I've begun setting up a ham station at a rural home with a 3 acre deeply wooded rectangular lot, and a width of at least 100'. Picture shows the house portion of the lot.
Currently my primary send and receive antenna is a full-size G5RV (102' dipole, 31' ladder line, 1:1 balun/choke) strung about 45' between 2 trees in the small cleared back yard. I have a remote antenna switcher and a diversity-capable receiver, so am looking to add a few more antennas to optimize working 40 and 20. I've been reading a lot about the receive benefits of horizontal loop antenna (see designs here and here, for example.) Would it be feasible to run a very long wire loop strung 15' in the air into the wooded area and expect to get better receive performance than the G5RV? Most internet resources appear to treat horizontal loops as NVIS antennas (presumably better to transmit shorter distances), but does that mean they will not also pick up DX as receive antennas?
Its also very unclear the implications of running antennas in such a densely wooded area.
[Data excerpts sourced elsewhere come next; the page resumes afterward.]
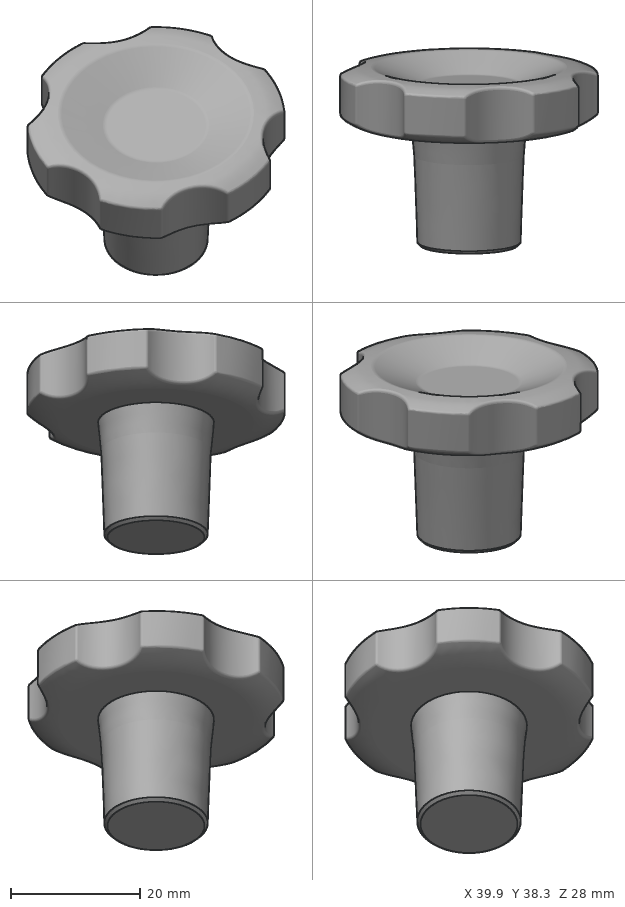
import cadquery as cq
import math

HEAD_RADIUS = 19.95
HEAD_HEIGHT = 9.1
STEM_LENGTH = 18.9
TOTAL_HEIGHT = STEM_LENGTH + HEAD_HEIGHT

DOME_START_RADIUS = 15.15
UPPER_DOME_DROP = 1.08
LOWER_DOME_DROP = 1.67

STEM_TOP_RADIUS = 8.97
STEM_MIDDLE_RADIUS = 8.5
STEM_END_RADIUS = 8.0
UPPER_TAPER_LENGTH = 4.8
END_CHAMFER = 0.5

DISH_DEPTH = 2.7
DISH_SLOPE = 21.4
DISH_BLEND = 1.45

SCALLOP_COUNT = 6
FIRST_SCALLOP_ANGLE = 90
SCALLOP_RADIUS = 7.8
SCALLOP_FLOOR_RADIUS = 17.05
EDGE_FILLET = 0.5


def dome_drop_at(radius, edge_drop):
    """Drop below the flat face, at a distance from the axis, of a dome with the given drop at its edge."""
    run = HEAD_RADIUS - DOME_START_RADIUS
    arc_radius = (run**2 + edge_drop**2) / (2 * edge_drop)
    return arc_radius - math.sqrt(arc_radius**2 - (radius - DOME_START_RADIUS) ** 2)


def make_head():
    """Revolved disc with domed shoulders on both faces."""
    middle_radius = (HEAD_RADIUS + DOME_START_RADIUS) / 2
    lower_edge = STEM_LENGTH + LOWER_DOME_DROP
    upper_edge = TOTAL_HEIGHT - UPPER_DOME_DROP
    lower_middle = STEM_LENGTH + dome_drop_at(middle_radius, LOWER_DOME_DROP)
    upper_middle = TOTAL_HEIGHT - dome_drop_at(middle_radius, UPPER_DOME_DROP)
    return (
        cq.Workplane("XZ")
        .moveTo(0, STEM_LENGTH)
        .lineTo(DOME_START_RADIUS, STEM_LENGTH)
        .threePointArc((middle_radius, lower_middle), (HEAD_RADIUS, lower_edge))
        .lineTo(HEAD_RADIUS, upper_edge)
        .threePointArc((middle_radius, upper_middle), (DOME_START_RADIUS, TOTAL_HEIGHT))
        .lineTo(0, TOTAL_HEIGHT)
        .close()
        .revolve(360, (0, 0, 0), (0, 1, 0))
    )


def cut_scallops(head):
    """Cut the finger scallops and round every outer edge of the head."""
    center_distance = SCALLOP_FLOOR_RADIUS + SCALLOP_RADIUS
    scallops = (
        cq.Workplane("XY")
        .workplane(offset=STEM_LENGTH)
        .polarArray(center_distance, FIRST_SCALLOP_ANGLE, 360, SCALLOP_COUNT)
        .circle(SCALLOP_RADIUS)
        .extrude(HEAD_HEIGHT)
    )
    head = head.cut(scallops)
    level_margin = EDGE_FILLET / 10
    reach = 2 * HEAD_RADIUS
    between_faces = cq.selectors.BoxSelector(
        (-reach, -reach, STEM_LENGTH + level_margin),
        (reach, reach, TOTAL_HEIGHT - level_margin),
    )
    return head.edges(between_faces).fillet(EDGE_FILLET)


def make_dish():
    """Revolved cutter for the dish, with tangent arcs at its rim and floor."""
    slope = math.radians(DISH_SLOPE)
    tangent = DISH_BLEND * math.tan(slope / 2)
    rim_radius = DOME_START_RADIUS - tangent
    floor_radius = rim_radius - DISH_DEPTH / math.tan(slope)
    floor = TOTAL_HEIGHT - DISH_DEPTH
    along_r = tangent * math.cos(slope)
    along_z = tangent * math.sin(slope)
    arc_r = DISH_BLEND * math.sin(slope / 2)
    arc_z = DISH_BLEND * (1 - math.cos(slope / 2))
    floor_start = floor_radius - tangent
    return (
        cq.Workplane("XZ")
        .moveTo(0, floor)
        .lineTo(floor_start, floor)
        .threePointArc((floor_start + arc_r, floor + arc_z), (floor_radius + along_r, floor + along_z))
        .lineTo(rim_radius - along_r, TOTAL_HEIGHT - along_z)
        .threePointArc((DOME_START_RADIUS - arc_r, TOTAL_HEIGHT - arc_z), (DOME_START_RADIUS, TOTAL_HEIGHT))
        .lineTo(0, TOTAL_HEIGHT)
        .close()
        .revolve(360, (0, 0, 0), (0, 1, 0))
    )


def make_stem():
    """Revolved stem, reaching up to the underside of the head."""
    return (
        cq.Workplane("XZ")
        .lineTo(STEM_END_RADIUS - END_CHAMFER, 0)
        .lineTo(STEM_END_RADIUS, END_CHAMFER)
        .lineTo(STEM_MIDDLE_RADIUS, STEM_LENGTH - UPPER_TAPER_LENGTH)
        .lineTo(STEM_TOP_RADIUS, STEM_LENGTH)
        .lineTo(0, STEM_LENGTH)
        .close()
        .revolve(360, (0, 0, 0), (0, 1, 0))
    )


result = cut_scallops(make_head()).cut(make_dish()).union(make_stem())

Most of what I read on the net suggests that this doesn't matter that much.
I'm also curious if such a setup could be made to be a transmit antenna as well. Different resources on the web claim the DX performance is somehow better than NVIS depending on the frequency. Is that true?
If a horizontal loop is not a great next antenna to build (lets assume towers/beams are out of the question for the moment) what would hams here recommend?